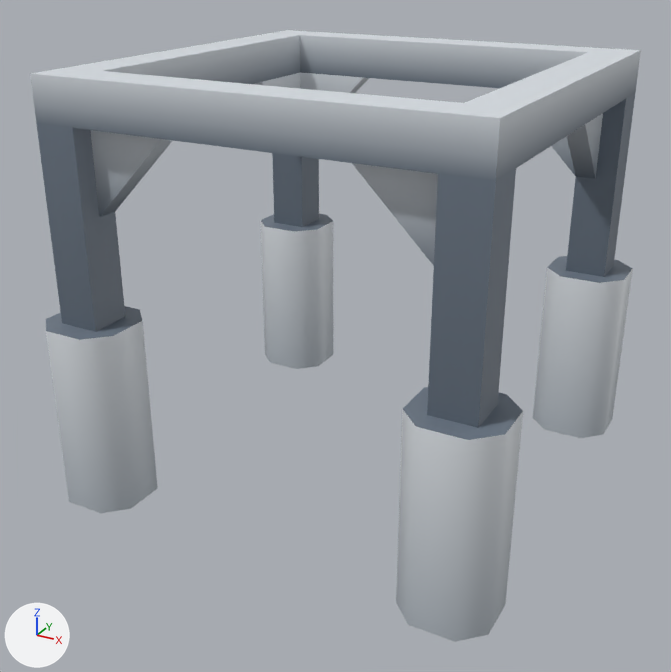
Before and after pictures for a commit that changed the glTF model client/public/assets/kenney-station/structure-barrier-high.glb.
Both versions are drawn from a 50 mm lens placed at (0.981, -1.907, 1.271), pointed at (-0.022, -0.083, 0.359). The lights are fixed; the arrows at lower left show +X, +Y and +Z. The older version comes first. Where no turn or scale is listed for an object, it has been applied to the vertices. Vertices at exactly the same position are counted once.

Names of what the first picture shows: 'Group'.
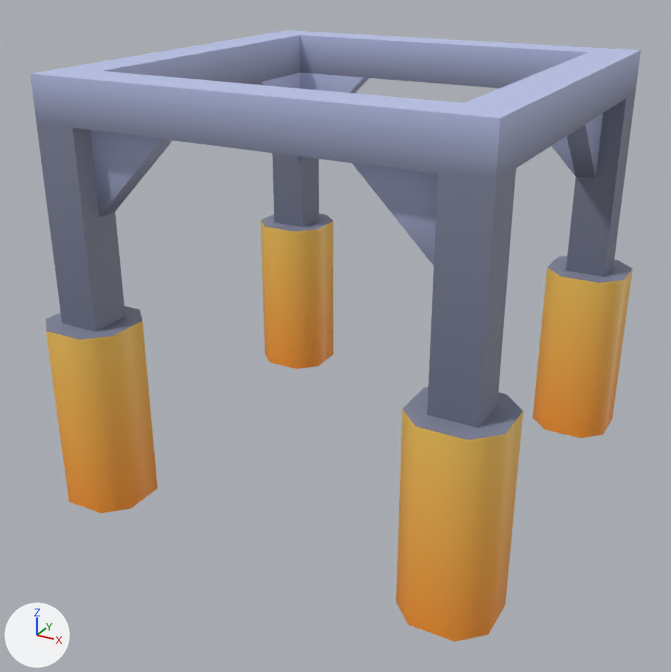
What differs and where, as boxes [x1, y1, x2, y2] in the pictures (671 x 672 px):
part 1 of me_group, recoloured (light grey to orange)
    both: [46, 220, 633, 642]
part 2 of me_group, recoloured
    both: [36, 100, 633, 440]
part 3 of me_group, recoloured (white to blue)
    both: [31, 30, 641, 266]
part 4 of me_group, recoloured
    both: [30, 35, 623, 217]

What the commit changed:
me_group has 140 vertices, 256 faces and spans x -0.55..0.55, y -0.55..0.55, z -0.5..0.5.
me_group is used by ob_group; location (0.0, 0.0, 0.5).
me_group part 1: 88 faces centred in x -0.55..0.55, y -0.55..0.55, z -0.5..-0.2 are repainted in the vertex colours; the middle colour goes from light grey #b4bcc4 to orange #ff9a32.
me_group part 2: 80 faces centred in x -0.533..0.533, y -0.5..0.5, z -0.5..0.4 are repainted in the vertex colours; the middle colour goes from greyish blue #6e7a88 to greyish blue #81869c.
me_group part 3: 64 faces centred in x -0.5..0.5, y -0.5..0.5, z 0.333..0.5 are repainted in the vertex colours; the middle colour goes from white #dde3e9 to blue #bfc8f0.
me_group part 4: 24 faces centred in x -0.5..0.5, y -0.5..0.5, z 0.267..0.433 are repainted in the vertex colours; the middle colour goes from greyish blue #6c7885 to greyish blue #7d829a.
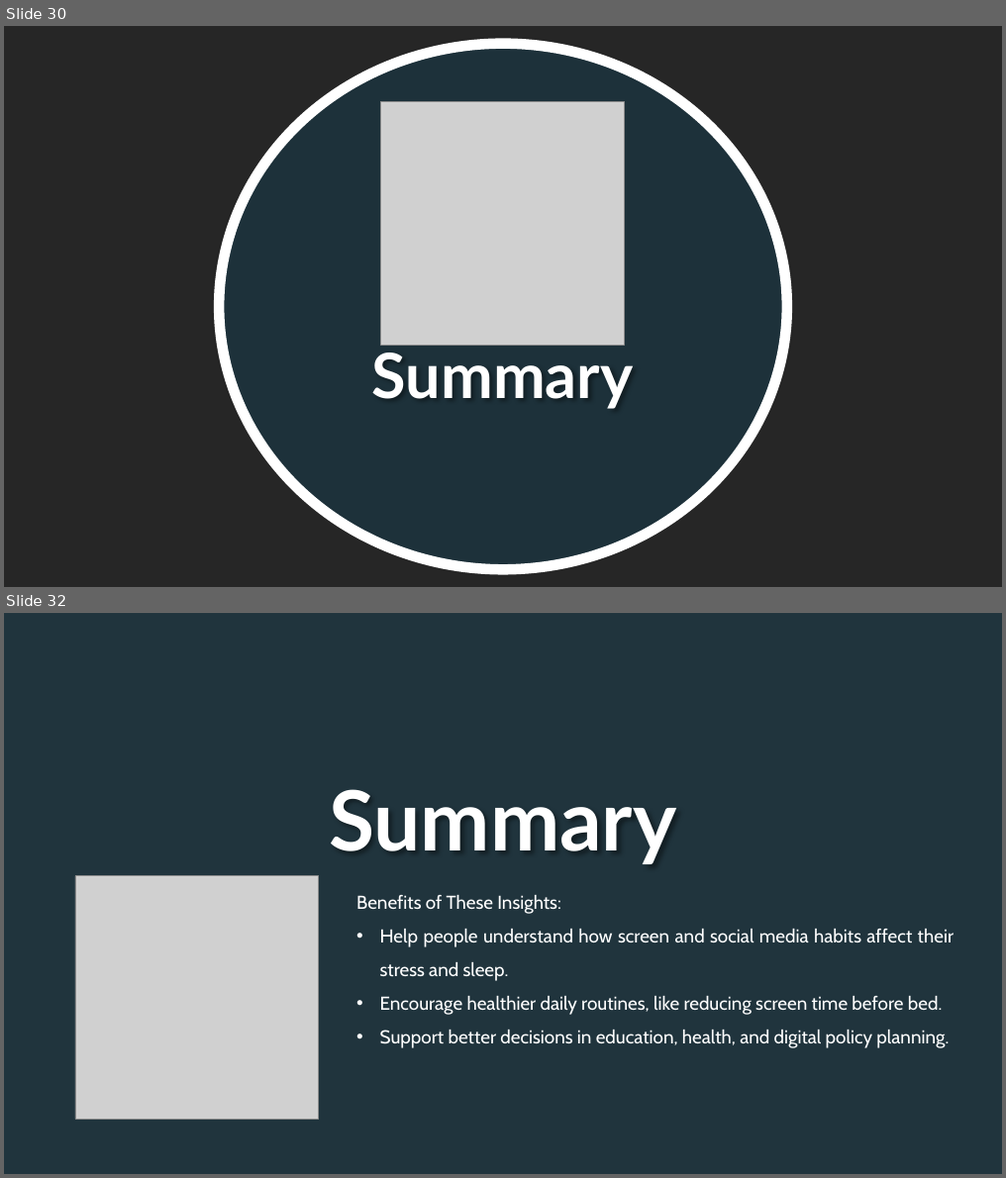
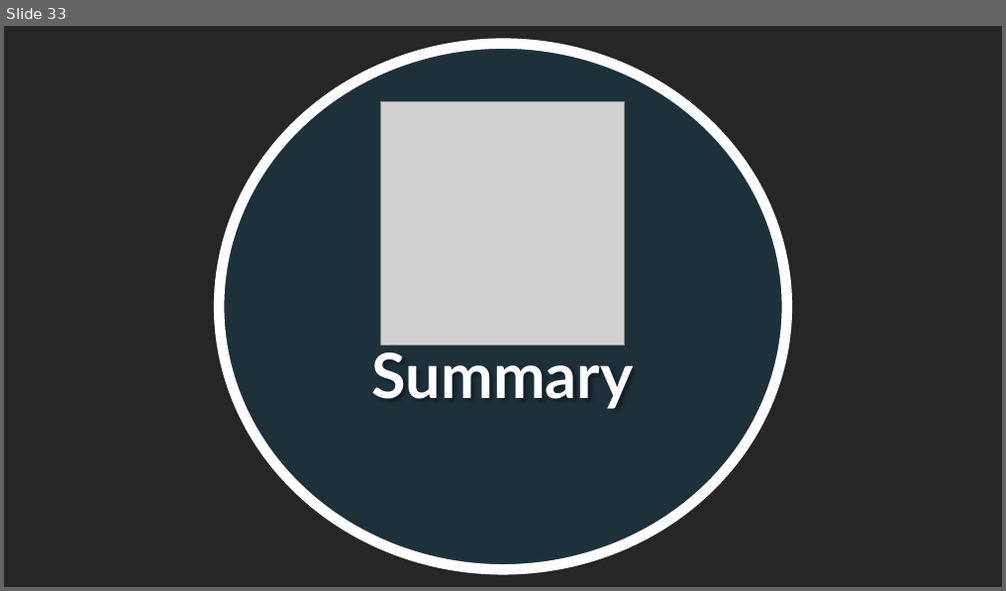
Before and after one commit to F1a23/Python_Team, a slide deck: Project1/Presentation1.pptx. Shown one above the other, each under a label of ours: slides 30 and 32 before the commit, slide 33 after it; the slides between them are not shown. The pictures are 1006x1178 and 1006x591 pixels, drawn with LibreOffice and Linux fonts; fonts in the diff are those of the drawing; grey boxes stand for pictures; background and template pictures are left out; a plain dark background stands for a picture behind light text. Boxes give left, top, right and bottom in pixels: in the first picture for what was removed or moved away, otherwise in the second. Text is boxed around its words. In the diff, an @@ line names an element or a change of style, - is before the commit and + after.

```diff
--- a/Project1/Presentation1.pptx
+++ b/Project1/Presentation1.pptx
@@ slide 32 removed at bbox=[4, 613, 1002, 1174], background picture (left out) @@
@@ ellipse removed at bbox=[4, 613, 1002, 1174] @@
@@ text removed at bbox=[329, 789, 677, 864] @@
-Summary
@@ picture removed at bbox=[75, 875, 319, 1119] @@
@@ text removed at bbox=[356, 895, 953, 1049] @@
-Benefits of These Insights:
-• Help people understand how screen and social media habits affect their stress and sleep.
-• Encourage healthier daily routines, like reducing screen time before bed.
-• Support better decisions in education, health, and digital policy planning.
@@ what was slide 30 is now slide 33 @@
```
Also in this commit, not shown: 14 slides changed, 8 slides added, 5 other slides removed, 3 other files.

WORK ITEM:
Drop every picture and repeat the rest of the entries exactly.

TASK ANSWER:
Before and after pictures for a commit that changed the glTF model client/public/assets/kenney-station/structure-barrier-high.glb.
Both versions are drawn from a 50 mm lens placed at (0.981, -1.907, 1.271), pointed at (-0.022, -0.083, 0.359). The lights are fixed; the arrows at lower left show +X, +Y and +Z. The older version comes first. Where no turn or scale is listed for an object, it has been applied to the vertices. Vertices at exactly the same position are counted once.

Names of what the first picture shows: 'Group'.
What differs and where, as boxes [x1, y1, x2, y2] in the pictures (671 x 672 px):
part 1 of me_group, recoloured (light grey to orange)
    both: [46, 220, 633, 642]
part 2 of me_group, recoloured
    both: [36, 100, 633, 440]
part 3 of me_group, recoloured (white to blue)
    both: [31, 30, 641, 266]
part 4 of me_group, recoloured
    both: [30, 35, 623, 217]

What the commit changed:
me_group has 140 vertices, 256 faces and spans x -0.55..0.55, y -0.55..0.55, z -0.5..0.5.
me_group is used by ob_group; location (0.0, 0.0, 0.5).
me_group part 1: 88 faces centred in x -0.55..0.55, y -0.55..0.55, z -0.5..-0.2 are repainted in the vertex colours; the middle colour goes from light grey #b4bcc4 to orange #ff9a32.
me_group part 2: 80 faces centred in x -0.533..0.533, y -0.5..0.5, z -0.5..0.4 are repainted in the vertex colours; the middle colour goes from greyish blue #6e7a88 to greyish blue #81869c.
me_group part 3: 64 faces centred in x -0.5..0.5, y -0.5..0.5, z 0.333..0.5 are repainted in the vertex colours; the middle colour goes from white #dde3e9 to blue #bfc8f0.
me_group part 4: 24 faces centred in x -0.5..0.5, y -0.5..0.5, z 0.267..0.433 are repainted in the vertex colours; the middle colour goes from greyish blue #6c7885 to greyish blue #7d829a.
Before and after one commit to F1a23/Python_Team, a slide deck: Project1/Presentation1.pptx. Shown one above the other, each under a label of ours: slides 30 and 32 before the commit, slide 33 after it; the slides between them are not shown. The pictures are 1006x1178 and 1006x591 pixels, drawn with LibreOffice and Linux fonts; fonts in the diff are those of the drawing; grey boxes stand for pictures; background and template pictures are left out; a plain dark background stands for a picture behind light text. Boxes give left, top, right and bottom in pixels: in the first picture for what was removed or moved away, otherwise in the second. Text is boxed around its words. In the diff, an @@ line names an element or a change of style, - is before the commit and + after.

```diff
--- a/Project1/Presentation1.pptx
+++ b/Project1/Presentation1.pptx
@@ slide 32 removed at bbox=[4, 613, 1002, 1174], background picture (left out) @@
@@ ellipse removed at bbox=[4, 613, 1002, 1174] @@
@@ text removed at bbox=[329, 789, 677, 864] @@
-Summary
@@ picture removed at bbox=[75, 875, 319, 1119] @@
@@ text removed at bbox=[356, 895, 953, 1049] @@
-Benefits of These Insights:
-• Help people understand how screen and social media habits affect their stress and sleep.
-• Encourage healthier daily routines, like reducing screen time before bed.
-• Support better decisions in education, health, and digital policy planning.
@@ what was slide 30 is now slide 33 @@
```
Also in this commit, not shown: 14 slides changed, 8 slides added, 5 other slides removed, 3 other files.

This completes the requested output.